Quote:"For at the time when (Sergius) the Candidatus was slaughtered by the Saracens I was in Caesarea"— Abraham says—"and I went out by boat to Sykamina. And they said: the Candidatus was slaughtered. And we Jews rejoiced greatly. And they said that a prophet appeared, coming with the Saracens and he is proclaiming the arrival of the coming Anointed One and Christ. And when I went out into Sykamina I communicated it to a certain very scriptural old man and I said to him: 'What do you say to me about this prophet who is appearing with the Saracens?' And with a great groan he said: 'He is a deceiver. Do prophets come with swords and chariots? Really these are works of disorder set in motion today, and I fear that the Christ who came earlier, whom the Christians worship, was the one sent by God and instead of him we shall accept Hermolaos. For Isaiah said that we Jews have a mistaken and hardened heart, until all the land is made a desert. But go forth, [211] Mr. Abraham, and learn about this prophet who is appearing.' And I, Abraham, thoroughly investigating, heard from those who met him that you find nothing true in this so-called prophet, except shedding human blood. For he says that he has keys of Paradise which is unbelievable."

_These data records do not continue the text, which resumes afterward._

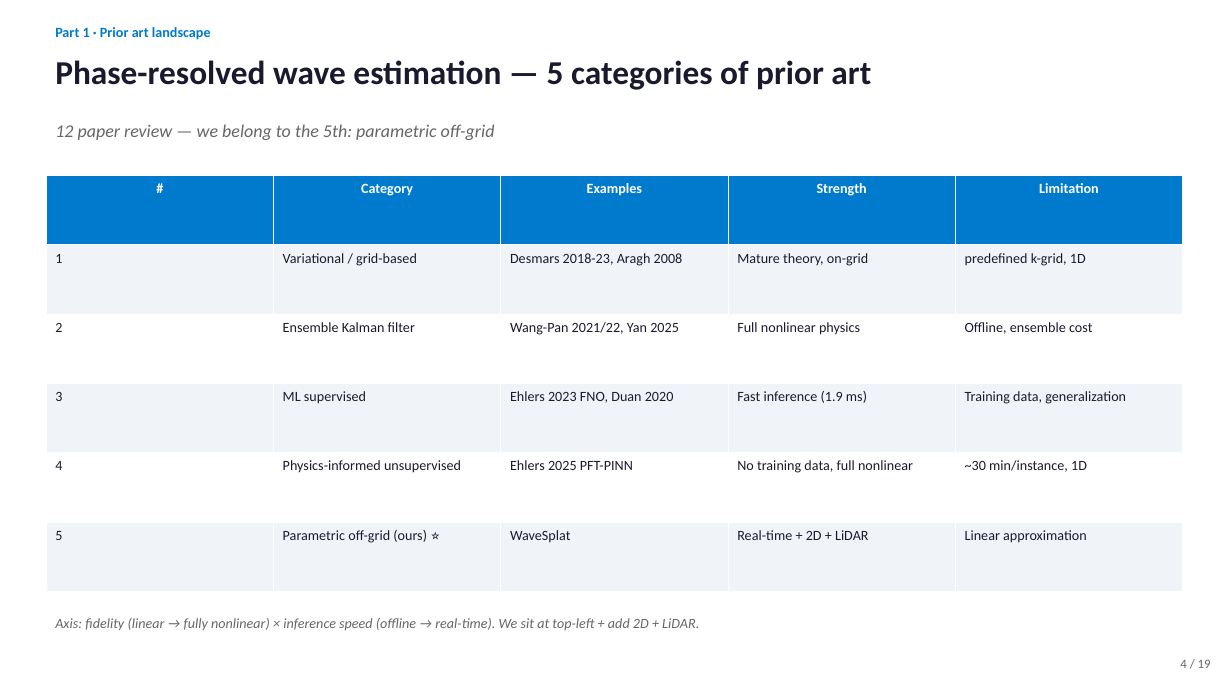
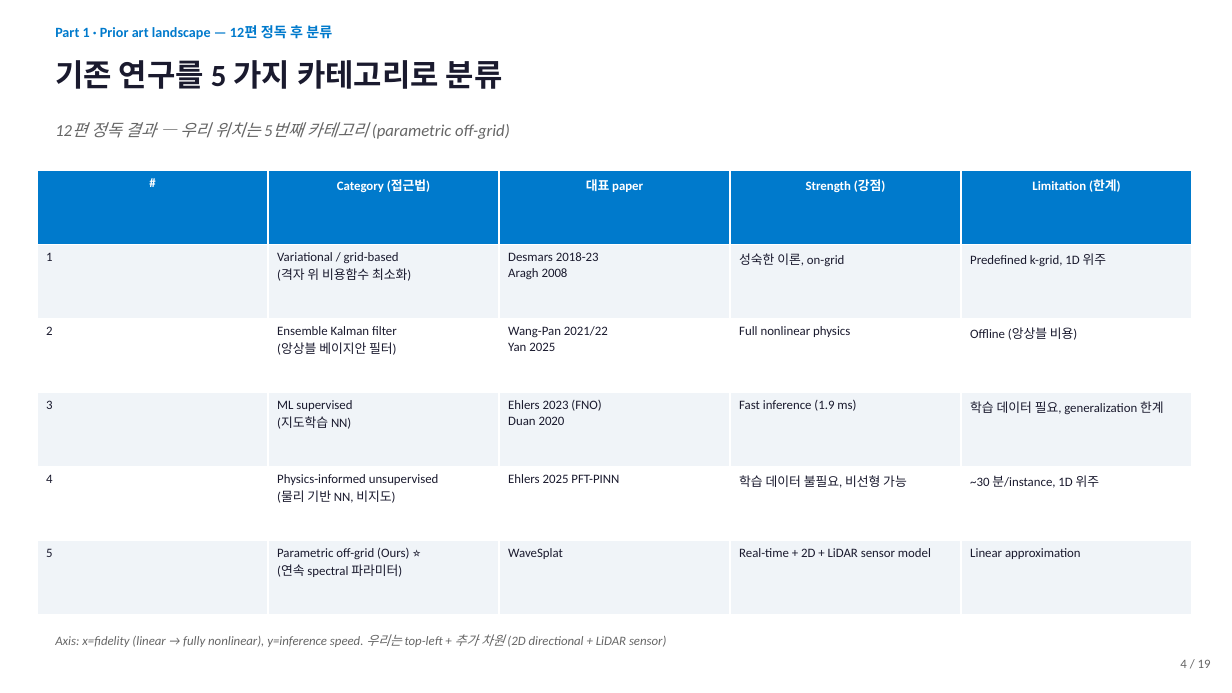
Before and after one commit to SAEYONGPARK94/wavesplat, a slide deck: slide 4 of wavesplat/docs/labmeeting_2026_05_13.pptx. Drawn at 1232x693 pixels with LibreOffice and Linux fonts; fonts in the diff are those of the drawing. Boxes give left, top, right and bottom in pixels: in the first picture for what was removed or moved away, otherwise in the second. Text is boxed around its words. In the diff, an @@ line names an element or a change of style, - is before the commit and + after.

```diff
--- a/wavesplat/docs/labmeeting_2026_05_13.pptx
+++ b/wavesplat/docs/labmeeting_2026_05_13.pptx
@@ text at (x1=55, y1=25, x2=332, y2=40): text changed @@
-Part 1 · Prior art landscape
+Part 1 · Prior art landscape — 12편 정독 후 분류
@@ text at (x1=55, y1=60, x2=503, y2=89): text changed; size 26 to 24 pt @@
-Phase-resolved wave estimation — 5 categories of prior art
+기존 연구를 5 가지 카테고리로 분류
@@ text at (x1=91, y1=122, x2=510, y2=139): text changed; size 14 to 13 pt @@
-12 paper review — we belong to the 5th: parametric off-grid
+12편 정독 결과 — 우리 위치는 5번째 카테고리 (parametric off-grid)
@@ table at (x1=37, y1=171, x2=1192, y2=615) @@
-row 1: # | Category | Examples | Strength | Limitation
+row 1: # | Category (접근법) | 대표 paper | Strength (강점) | Limitation (한계)
-row 2: 1 | Variational / grid-based | Desmars 2018-23, Aragh 2008 | Mature theory, on-grid | predefined k-grid, 1D
+row 2: 1 | Variational / grid-based (격자 위 비용함수 최소화) | Desmars 2018-23 Aragh 2008 | 성숙한 이론, on-grid | Predefined k-grid, 1D 위주
-row 3: 2 | Ensemble Kalman filter | Wang-Pan 2021/22, Yan 2025 | Full nonlinear physics | Offline, ensemble cost
+row 3: 2 | Ensemble Kalman filter (앙상블 베이지안 필터) | Wang-Pan 2021/22 Yan 2025 | Full nonlinear physics | Offline (앙상블 비용)
-row 4: 3 | ML supervised | Ehlers 2023 FNO, Duan 2020 | Fast inference (1.9 ms) | Training data, generalization
+row 4: 3 | ML supervised (지도학습 NN) | Ehlers 2023 (FNO) Duan 2020 | Fast inference (1.9 ms) | 학습 데이터 필요, generalization 한계
-row 5: 4 | Physics-informed unsupervised | Ehlers 2025 PFT-PINN | No training data, full nonlinear | ~30 min/instance, 1D
+row 5: 4 | Physics-informed unsupervised (물리 기반 NN, 비지도) | Ehlers 2025 PFT-PINN | 학습 데이터 불필요, 비선형 가능 | ~30 분/instance, 1D 위주
-row 6, column 2: Parametric off-grid (ours) ⭐
+row 6, column 2: Parametric off-grid (Ours) ⭐ (연속 spectral 파라미터)
-row 6, column 4: Real-time + 2D + LiDAR
+row 6, column 4: Real-time + 2D + LiDAR sensor model
@@ size 11 to 10 pt in "#", "1", "2", "Full nonlinear physics" and 7 more places @@
@@ table resized from (x1=46, y1=176, x2=1183, y2=592) to (x1=37, y1=171, x2=1192, y2=615) @@
@@ text at (x1=55, y1=634, x2=666, y2=647): text changed; size 11 to 10 pt @@
-Axis: fidelity (linear → fully nonlinear) × inference speed (offline → real-time). We sit at top-left + add 2D + LiDAR.
+Axis: x=fidelity (linear → fully nonlinear), y=inference speed. 우리는 top-left + 추가 차원 (2D directional + LiDAR sensor)
```
Also in this commit, not shown: 24 other slides changed, 1 slide added, 1 slide removed, 2 other files.

This is as early as it gets in the so-called "islamic age" and the jews of Palestine are writing that the "prophet of the Saracens" ( a more or less generic Roman term for Arabs) who was proclaiming the arrival of the "coming Anointed One and Christ."  That sure as shit does not play into the islamic story line but it does play into the hands of Luxenberg, Spencer, J. P. Jenkins, and others that Byzantine holy warfare against what they perceived as "heretics" had forced such heretics out of the Roman empire and into the region of Arabia which was outside Zororastrian or Byzantine control.

Chalcedon was in 451.  That leaves almost two full centuries for such displaced - and probably pissed-off - groups to gain their strength.  There could well have been Ghassanid or Lahkmid elements involved.  Who knows?  They were certainly located in the right place.